A love letter to a Millennial job seeker from a Millennial interviewer

Katrina Ricard (The Philippine Star) - July 25, 2014 - 12:00am

MANILA, Philippines - Dear Millennial Job Seeker,

I write to you, not as another self-proclaimed Millennial expert does, but as an “early Millennial” who has undergone the same frustration you must be going through now as you look for your first or second or third job. (I might also be imparting my wholly unsolicited advice to you in service to all HR practitioners in the country.)

Like you, I’m tired of being misjudged as a lazy, entitled, narcissist by what seems to be a decade-long propaganda fueled by Gen X middle managers. Labels have a way of being self-fulfilling prophecies. Why do you think #sorrynotsorry became so successful? And though we are not to blame for being born in the midst of a global technological transition, “having it easy” is the main critique of our generation.

The thing is, I don’t believe it is all that easy. Whereas our parents were brought up to believe that hard work and a strict cookie cutter profession are fundamentals to success, we were raised to follow our passions, expand our horizons, and do one thing a day that makes us scared. “Follow your heart and be yourself” might be the one true adage of our generation. But when the bills come around and reality sets in, who but a lucky few have the resources to spend their days exploring?

I do not mean to discourage you from finding that which makes you happy. I do believe that you should keep pursuing your passion, and I don’t think that this is exclusive to an elite few who have decided to take a non-corporate route.

If you do decide to go corporate, however, commit to it. At least for a while. Please do not make your interviewer feel that you would rather be #YOLO-ing on a beach somewhere for a living. It is a disservice to both your and your interviewer’s time.

Having said that, come to your interviews on time and do your research. Now that we are in the information age, there is no excuse for you to come in half an hour late, saying you got lost along the way. There are a number of apps that you can download to prevent these kinds of situations.

Second, read up about the company you are applying to — no matter how small and insignificant they may seem to you. You might be applying to this job as a way of testing the waters and seeing if corporate/this industry is really for you, but a lot of these companies have allocated their time and money into hiring for the position you are interviewing for, and it is very disrespectful to come in without proper preparation.

Do not, under any circumstance, inform your interviewer that you came by on a whim because you were bored with your current job. Word spreads around, and there is nothing more irk-worthy than an ingrate who is willing to shove their employers under the bus as soon as a more interesting opportunity comes along. Don’t burn the bridge before you even cross it.

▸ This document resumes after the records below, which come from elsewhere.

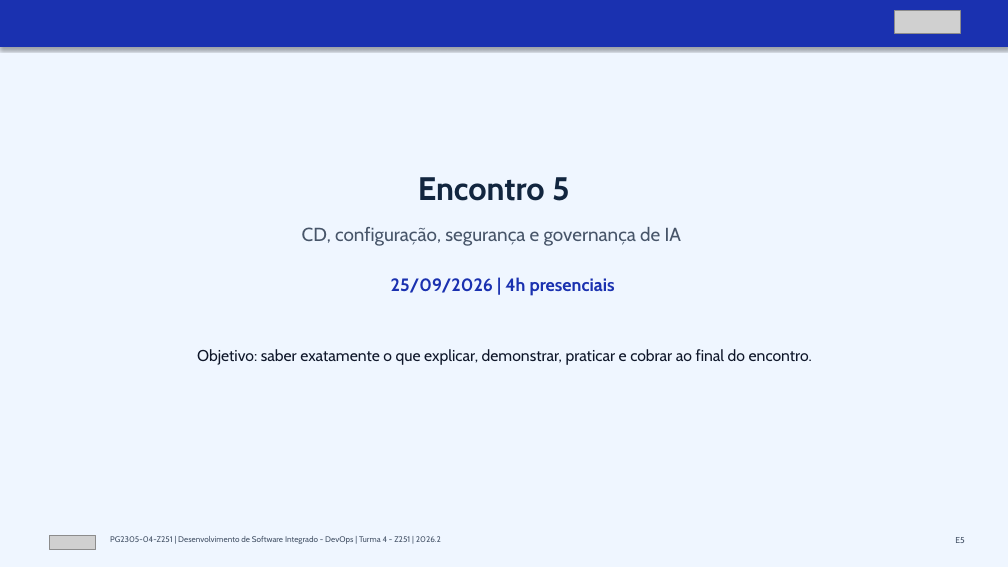
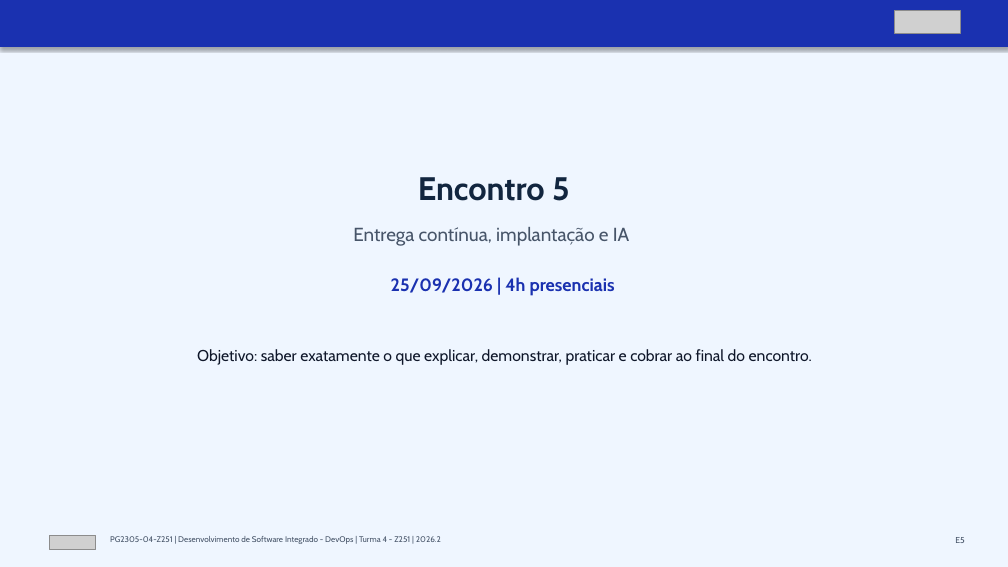
Before and after one commit to unifor-docente/desenvolvimento-software-integrado-devops, a slide deck: slide 71 of Slides/Desenvolvimento de Software Integrado - DevOps - Guia de Aula.pptx. Drawn at 1008x567 pixels with LibreOffice and Linux fonts; fonts in the diff are those of the drawing; grey boxes stand for pictures. Boxes give left, top, right and bottom in pixels: in the first picture for what was removed or moved away, otherwise in the second. Text is boxed around its words. In the diff, an @@ line names an element or a change of style, - is before the commit and + after.

```diff
--- a/Slides/Desenvolvimento de Software Integrado - DevOps - Guia de Aula.pptx
+++ b/Slides/Desenvolvimento de Software Integrado - DevOps - Guia de Aula.pptx
@@ text at bbox=[353, 227, 629, 246]: text changed @@
-CD, configuração, segurança e governança de IA
+Entrega contínua, implantação e IA
```
Also in this commit, not shown: 48 other slides changed, 10 slides added, 22 other files.

Come in appropriate attire and exhibit proper hygiene. The company you are applying to might not have a dress code and their employees come in purontong shorts all the time, but that does not mean you should. At least not on your first interview. Unless you are applying to the banking industry, I am not telling you to suit up (tie included). If you do decide to interview in full hipster/normcore/grunge regalia, keep the greasy hair and dirty fingernails in check, please.

Last and most importantly, be courteous. It is now completely acceptable to request feedback post-interview, but please wait a while to do this. Many HR departments have to go through a process and will not be able to give you an answer the day after your application. Texting is rather informal; write a short e-mail instead.

After you get your job, find a good quality pinot grigio to share with friends for your celebratory whine and wine dinner. You may still have that dull ache in your stomach that signals that you would rather be Instagramming food shots for the rest of your life. But for now, revel in the thought that you have a paycheck that can cover your unlimited mobile data plan.